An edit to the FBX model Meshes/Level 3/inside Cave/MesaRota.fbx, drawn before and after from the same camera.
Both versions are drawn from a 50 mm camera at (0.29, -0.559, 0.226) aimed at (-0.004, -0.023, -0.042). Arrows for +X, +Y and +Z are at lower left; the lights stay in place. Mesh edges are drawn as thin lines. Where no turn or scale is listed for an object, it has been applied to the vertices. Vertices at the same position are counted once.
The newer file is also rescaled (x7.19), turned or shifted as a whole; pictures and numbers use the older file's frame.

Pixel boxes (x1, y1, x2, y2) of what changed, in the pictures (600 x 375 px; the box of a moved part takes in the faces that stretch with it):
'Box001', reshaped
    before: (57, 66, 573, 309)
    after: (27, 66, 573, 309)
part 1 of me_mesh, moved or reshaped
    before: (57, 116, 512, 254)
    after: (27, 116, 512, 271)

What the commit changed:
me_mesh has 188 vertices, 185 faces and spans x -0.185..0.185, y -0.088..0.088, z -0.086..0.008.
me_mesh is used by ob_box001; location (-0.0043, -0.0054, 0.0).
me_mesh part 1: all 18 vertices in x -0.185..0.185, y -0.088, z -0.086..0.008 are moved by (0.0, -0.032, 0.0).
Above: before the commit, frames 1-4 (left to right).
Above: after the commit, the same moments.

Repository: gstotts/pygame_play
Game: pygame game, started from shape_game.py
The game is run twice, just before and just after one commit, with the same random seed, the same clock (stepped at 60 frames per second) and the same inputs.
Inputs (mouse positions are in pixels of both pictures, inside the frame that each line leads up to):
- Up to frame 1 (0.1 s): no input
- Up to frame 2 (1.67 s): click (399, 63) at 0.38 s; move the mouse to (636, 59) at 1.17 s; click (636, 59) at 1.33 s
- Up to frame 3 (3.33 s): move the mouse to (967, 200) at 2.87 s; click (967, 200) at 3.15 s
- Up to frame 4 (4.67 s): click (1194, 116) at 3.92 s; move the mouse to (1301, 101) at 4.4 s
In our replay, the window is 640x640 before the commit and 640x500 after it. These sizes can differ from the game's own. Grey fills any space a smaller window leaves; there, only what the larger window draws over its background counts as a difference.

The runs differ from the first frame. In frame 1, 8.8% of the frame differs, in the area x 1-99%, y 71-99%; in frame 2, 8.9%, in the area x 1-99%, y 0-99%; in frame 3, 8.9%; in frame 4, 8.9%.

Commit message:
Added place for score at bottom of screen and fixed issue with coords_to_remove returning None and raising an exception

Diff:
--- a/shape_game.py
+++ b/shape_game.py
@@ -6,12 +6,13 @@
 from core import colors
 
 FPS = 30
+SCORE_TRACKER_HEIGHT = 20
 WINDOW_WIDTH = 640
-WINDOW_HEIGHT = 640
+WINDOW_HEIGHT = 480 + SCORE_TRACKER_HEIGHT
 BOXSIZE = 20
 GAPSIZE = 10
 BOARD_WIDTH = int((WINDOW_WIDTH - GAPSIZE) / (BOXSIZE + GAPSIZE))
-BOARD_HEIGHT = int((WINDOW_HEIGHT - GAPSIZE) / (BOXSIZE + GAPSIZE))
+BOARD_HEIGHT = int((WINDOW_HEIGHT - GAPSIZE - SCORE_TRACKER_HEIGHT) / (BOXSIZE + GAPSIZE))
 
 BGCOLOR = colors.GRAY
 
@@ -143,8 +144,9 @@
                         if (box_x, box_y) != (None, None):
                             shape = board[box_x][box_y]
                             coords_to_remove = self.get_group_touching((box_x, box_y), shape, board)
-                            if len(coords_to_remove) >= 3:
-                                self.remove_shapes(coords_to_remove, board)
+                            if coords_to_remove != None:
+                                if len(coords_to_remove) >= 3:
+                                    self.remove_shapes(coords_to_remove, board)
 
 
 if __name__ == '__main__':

+ + + + + + +

### EXERCISE DESCRIPTION
Write out every record above, word for word.

### TASK SOLUTION
An edit to the FBX model Meshes/Level 3/inside Cave/MesaRota.fbx, drawn before and after from the same camera.
Both versions are drawn from a 50 mm camera at (0.29, -0.559, 0.226) aimed at (-0.004, -0.023, -0.042). Arrows for +X, +Y and +Z are at lower left; the lights stay in place. Mesh edges are drawn as thin lines. Where no turn or scale is listed for an object, it has been applied to the vertices. Vertices at the same position are counted once.
The newer file is also rescaled (x7.19), turned or shifted as a whole; pictures and numbers use the older file's frame.

Pixel boxes (x1, y1, x2, y2) of what changed, in the pictures (600 x 375 px; the box of a moved part takes in the faces that stretch with it):
'Box001', reshaped
    before: (57, 66, 573, 309)
    after: (27, 66, 573, 309)
part 1 of me_mesh, moved or reshaped
    before: (57, 116, 512, 254)
    after: (27, 116, 512, 271)

What the commit changed:
me_mesh has 188 vertices, 185 faces and spans x -0.185..0.185, y -0.088..0.088, z -0.086..0.008.
me_mesh is used by ob_box001; location (-0.0043, -0.0054, 0.0).
me_mesh part 1: all 18 vertices in x -0.185..0.185, y -0.088, z -0.086..0.008 are moved by (0.0, -0.032, 0.0).
Above: before the commit, frames 1-4 (left to right).
Above: after the commit, the same moments.

Repository: gstotts/pygame_play
Game: pygame game, started from shape_game.py
The game is run twice, just before and just after one commit, with the same random seed, the same clock (stepped at 60 frames per second) and the same inputs.
Inputs (mouse positions are in pixels of both pictures, inside the frame that each line leads up to):
- Up to frame 1 (0.1 s): no input
- Up to frame 2 (1.67 s): click (399, 63) at 0.38 s; move the mouse to (636, 59) at 1.17 s; click (636, 59) at 1.33 s
- Up to frame 3 (3.33 s): move the mouse to (967, 200) at 2.87 s; click (967, 200) at 3.15 s
- Up to frame 4 (4.67 s): click (1194, 116) at 3.92 s; move the mouse to (1301, 101) at 4.4 s
In our replay, the window is 640x640 before the commit and 640x500 after it. These sizes can differ from the game's own. Grey fills any space a smaller window leaves; there, only what the larger window draws over its background counts as a difference.

The runs differ from the first frame. In frame 1, 8.8% of the frame differs, in the area x 1-99%, y 71-99%; in frame 2, 8.9%, in the area x 1-99%, y 0-99%; in frame 3, 8.9%; in frame 4, 8.9%.

Commit message:
Added place for score at bottom of screen and fixed issue with coords_to_remove returning None and raising an exception

Diff:
--- a/shape_game.py
+++ b/shape_game.py
@@ -6,12 +6,13 @@
 from core import colors
 
 FPS = 30
+SCORE_TRACKER_HEIGHT = 20
 WINDOW_WIDTH = 640
-WINDOW_HEIGHT = 640
+WINDOW_HEIGHT = 480 + SCORE_TRACKER_HEIGHT
 BOXSIZE = 20
 GAPSIZE = 10
 BOARD_WIDTH = int((WINDOW_WIDTH - GAPSIZE) / (BOXSIZE + GAPSIZE))
-BOARD_HEIGHT = int((WINDOW_HEIGHT - GAPSIZE) / (BOXSIZE + GAPSIZE))
+BOARD_HEIGHT = int((WINDOW_HEIGHT - GAPSIZE - SCORE_TRACKER_HEIGHT) / (BOXSIZE + GAPSIZE))
 
 BGCOLOR = colors.GRAY
 
@@ -143,8 +144,9 @@
                         if (box_x, box_y) != (None, None):
                             shape = board[box_x][box_y]
                             coords_to_remove = self.get_group_touching((box_x, box_y), shape, board)
-                            if len(coords_to_remove) >= 3:
-                                self.remove_shapes(coords_to_remove, board)
+                            if coords_to_remove != None:
+                                if len(coords_to_remove) >= 3:
+                                    self.remove_shapes(coords_to_remove, board)
 
 
 if __name__ == '__main__':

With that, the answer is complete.